Rückzug und Gereiztheit
Manche würden die Bedrohung durch das Virus eher als gering erleben, andere reagierten höchst alarmiert. „Die einen ziehen sich stärker in sich zurück und verspüren Lethargie, andere reagieren eher gereizt“, so der Beratungsstellenleiter. „Wir lernen in der Pandemie viel darüber, was unsere individuelle Reaktionsweise auf bedrohliche Situationen ist.“ Ungewissheit sei für die menschliche Psyche besonders schwer auszuhalten. Dass bisher alle zeitlichen Perspektiven im Verlauf der Krise korrigiert wurden, habe zunehmend zu Ermüdung geführt. „Jemand hat die Situation mit einem Marathonlauf verglichen, bei dem die Ziellinie immer wieder verlegt wird. Bei einem solchen Lauf können sich die Läufer ihre Kraft nicht einteilen.“
Religionszugehörigkeit spielt keine Rolle
Im vergangenen Jahr fanden in der Katholischen Beratungsstelle für Ehe-, Familien- und Lebensfragen (EFL) an der Euskirchener Neustraße 43 insgesamt 796 Paarsitzungen und 428 Einzelsitzungen statt. Hinzu kamen 84 Familienberatungsstunden. Rat und Unterstützung suchten insgesamt 181 Frauen und 145 Männer.
Die Religionszugehörigkeit spielt keine Rolle, die EFL-Beratungsstelle steht allen offen. 2020 waren 67 Prozent der Klienten katholisch, 13 Prozent evangelisch und 17 Prozent ohne Religionszugehörigkeit.
Angeboten werden Paar-, Einzel- und Familienberatung (für Familien mit erwachsenen Kindern). Termine können vereinbart werden unter der Telefonnummer 0 22 51/5 10 70. Auch Onlineberatungen sind möglich unter www.onlineberatung-efl.de.
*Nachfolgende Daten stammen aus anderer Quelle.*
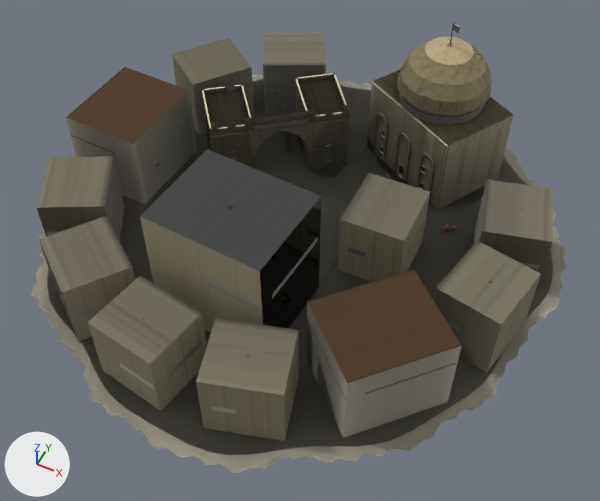
What one commit did to the glTF model src/assets/map/towns/gunpowder-town-medium-b-israelite.glb.
One viewpoint serves both versions: a camera (50 mm lens) standing at (2.89, -5.69, 6.78) and looking at (0.34, -0.6, 0.41). The lights are fixed; the arrows at lower left show +X, +Y and +Z. The first picture is the older version. Where no turn or scale is listed for an object, it has been applied to the vertices. Vertices at exactly the same position are counted once.
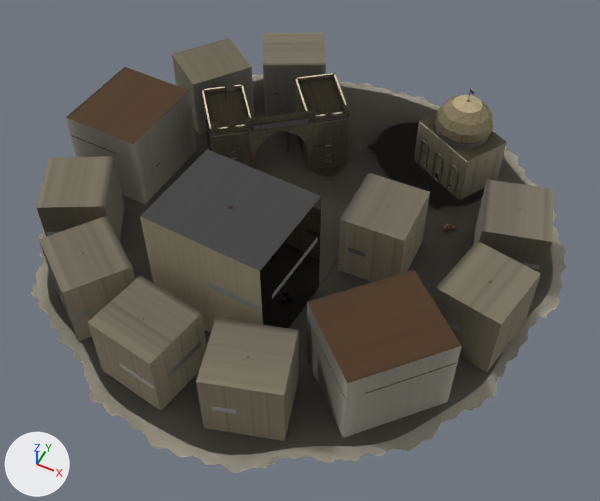
Where the change shows, as pixel boxes (x1, y1, x2, y2) in the pictures (600 x 501 px; the box of a moved part takes in the faces that stretch with it):
'Mesh_0', reshaped: before (31, 23, 566, 473); after (31, 47, 566, 473)
part 1 of me_mesh_0, moved or reshaped (not visible afterwards): before (376, 155, 484, 206)
part 2 of me_mesh_0, moved or reshaped (not visible afterwards): before (453, 24, 460, 34)
part 3 of me_mesh_0, moved or reshaped: before (393, 132, 411, 181); after (417, 140, 429, 169)
part 4 of me_mesh_0, moved or reshaped: before (416, 153, 435, 201); after (446, 165, 459, 195)
part 5 of me_mesh_0, moved or reshaped: before (400, 99, 483, 125); after (437, 133, 486, 148)
part 6 of me_mesh_0, moved or reshaped: before (397, 37, 492, 115); after (435, 95, 493, 143)
part 7 of me_mesh_0, added (brown): after (414, 121, 467, 200)
part 8 of me_mesh_0, added (brown): after (420, 112, 507, 200)
part 9 of me_mesh_0, added: after (436, 127, 489, 147)
part 10 of me_mesh_0, added: after (431, 152, 443, 182)
part 11 of me_mesh_0, deleted: before (372, 92, 485, 160)
part 12 of me_mesh_0, cut back: before (367, 70, 513, 210); after (470, 89, 475, 95)
part 13 of me_mesh_1, moved or reshaped (not visible afterwards): before (444, 144, 468, 205)
part 14 of me_mesh_1, moved or reshaped: before (375, 86, 386, 127); after (459, 156, 466, 182)
part 15 of me_mesh_1, rebuilt (not visible afterwards): before (378, 159, 485, 205)
part 16 of me_mesh_2, deleted: before (372, 86, 451, 206)
part 17 of me_mesh_2, cut back: before (444, 144, 485, 206); after (439, 137, 476, 186)

What the commit changed:
me_mesh_0 is used by ob_mesh_0; location (-3.078, 2.885, 0.0).
me_mesh_0 had 13870 vertices, 22853 faces and spanned x 0.0..6.05, y -5.93..0.0, z 0.0..1.95.
me_mesh_0 now has 13864 vertices, 22853 faces and spans x 0.0..6.05, y -5.93..0.0, z 0.0..1.36.
me_mesh_0 part 1: the loose piece of 101 vertices spanning x 3.29..4.8, y -1.85..-0.56, z 0.0..0.04 is scaled about its middle by 0.628, then moved by (0.3, 0.0, -0.01).
me_mesh_0 part 2: the loose piece of 8 vertices spanning x 4.05..4.14, y -1.26..-1.2, z 1.88..1.95 is scaled about its middle by (0.558, 0.565, 0.0891), then moved by (0.3, -0.35, -1.67), in mat_town.
me_mesh_0 part 3: the loose piece of 62 vertices spanning x 3.7..3.92, y -1.7..-1.55, z 0.08..0.7 is scaled about its middle by 0.628, then moved by (0.16, 0.29, -0.15).
me_mesh_0 part 4: the loose piece of 62 vertices spanning x 4.06..4.28, y -1.9..-1.76, z 0.08..0.7 is scaled about its middle by 0.628, then moved by (0.26, 0.23, -0.15).
me_mesh_0 part 5: the loose piece of 72 vertices spanning x 3.57..4.52, y -1.68..-0.73, z 1.01..1.17 is scaled about its middle by 0.628, then moved by (0.3, 0.0, -0.4).
me_mesh_0 part 6: the loose piece of 202 vertices spanning x 3.53..4.56, y -1.72..-0.69, z 1.17..1.7 is scaled about its middle by 0.628, then moved by (0.3, 0.0, -0.53).
me_mesh_0 part 7: a new loose piece of 168 vertices spanning x 3.84..4.56, y -1.67..-1.25, z 0.03..0.62, in mat_town.
me_mesh_0 part 8: a new loose piece of 108 vertices spanning x 3.84..4.85, y -1.66..-0.75, z 0.03..0.63, in mat_town.
me_mesh_0 part 9: a new loose piece of 96 vertices spanning x 4.04..4.65, y -1.51..-0.9, z 0.65..0.7, in mat_team.
me_mesh_0 part 10: a new loose piece of 62 vertices spanning x 4.13..4.26, y -1.51..-1.42, z 0.05..0.44, in mat_town.
me_mesh_0 part 11: 6 loose pieces with 242 vertices, spanning x 3.26..4.53, y -1.69..-0.49, z 0.03..1.11, are deleted.
me_mesh_0 part 12: 358 vertices removed from x 3.24..4.85, y -1.95..-0.48, z 0.03..1.01; 8 vertices added at x 4.35..4.4, y -1.24..-1.2, z 1.18..1.23.
Other edits to the shape of me_mesh_0 do not show in these pictures.
me_mesh_1 is used by ob_mesh_1; location (-3.078, 2.885, 0.0).
me_mesh_1 had 5356 vertices, 5012 faces and spanned x 0.0..6.05, y -5.93..0.0, z 0.0..1.95.
me_mesh_1 now has 5350 vertices, 5012 faces and spans x 0.0..6.05, y -5.93..0.0, z 0.0..1.3.
me_mesh_1 part 13: the loose piece of 18 vertices spanning x 4.4..4.85, y -1.93..-1.14, z 0.04..1.0 is scaled about its middle by 0.628, then moved by (0.09, 0.12, -0.19).
me_mesh_1 part 14: the loose piece of 47 vertices spanning x 3.24..4.38, y -1.95..-1.29, z 0.24..0.99 is scaled about its middle by 0.628, then moved by (0.39, 0.15, -0.23).
me_mesh_1 part 15: the loose piece of 35 vertices spanning x 3.3..4.79, y -1.86..-0.56, z 0.04 is rebuilt with 35 vertices and now spans x 3.88..4.82, y -1.62..-0.8, z 0.03.
Other edits to the shape of me_mesh_1 do not show in these pictures.
me_mesh_2 has 687 vertices, 626 faces and spans x 0.0..6.05, y -5.93..0.0, z 0.0..1.36.
me_mesh_2 is used by ob_mesh_2; location (-3.078, 2.885, 0.0).
me_mesh_2 part 16: 14 loose pieces with 48 vertices, spanning x 3.25..4.51, y -1.95..-0.56, z 0.0..1.17, are deleted.
me_mesh_2 part 17: 34 vertices removed from x 3.3..4.79, y -1.86..-0.55, z 0.0..0.89; 82 vertices added at x 3.85..4.82, y -1.67..-0.8, z 0.0..0.74.

Außerdem können interessierte Paare Zugang zu einem onlinebasierten Paarcoaching unter www.efl-paarbalance.de erhalten. (hn)
In den Paarbeziehungen und in den Familien zeichnen sich verschiedene Tendenzen nach Monaten der Pandemie ab. Viele Paare und Familien würden sich unter dem Eindruck der Belastung stark um ein harmonisches Miteinander bemühen, so der Berater. „Das ist sinnvoll, führt aber häufig dazu, dass Konfliktthemen nicht besprochen, sondern verschoben werden.“
Gerade Eltern jüngerer Kinder hätten es in der Krise schwer, anstehende Themen in dem dicht getakteten Alltag in Ruhe zu besprechen. Werden Konflikt- und Klärungsgespräche jedoch immer wieder verschoben, steigt die Beziehungsunzufriedenheit.
Krisenbeschleuniger
Häufig, so Kremp, würden die Ratsuchenden berichten, dass Probleme in Partnerschaft oder Eltern-Kind-Beziehung unter den Lebensbedingungen der Pandemie wie unter einem Brennglas deutlicher hervortreten.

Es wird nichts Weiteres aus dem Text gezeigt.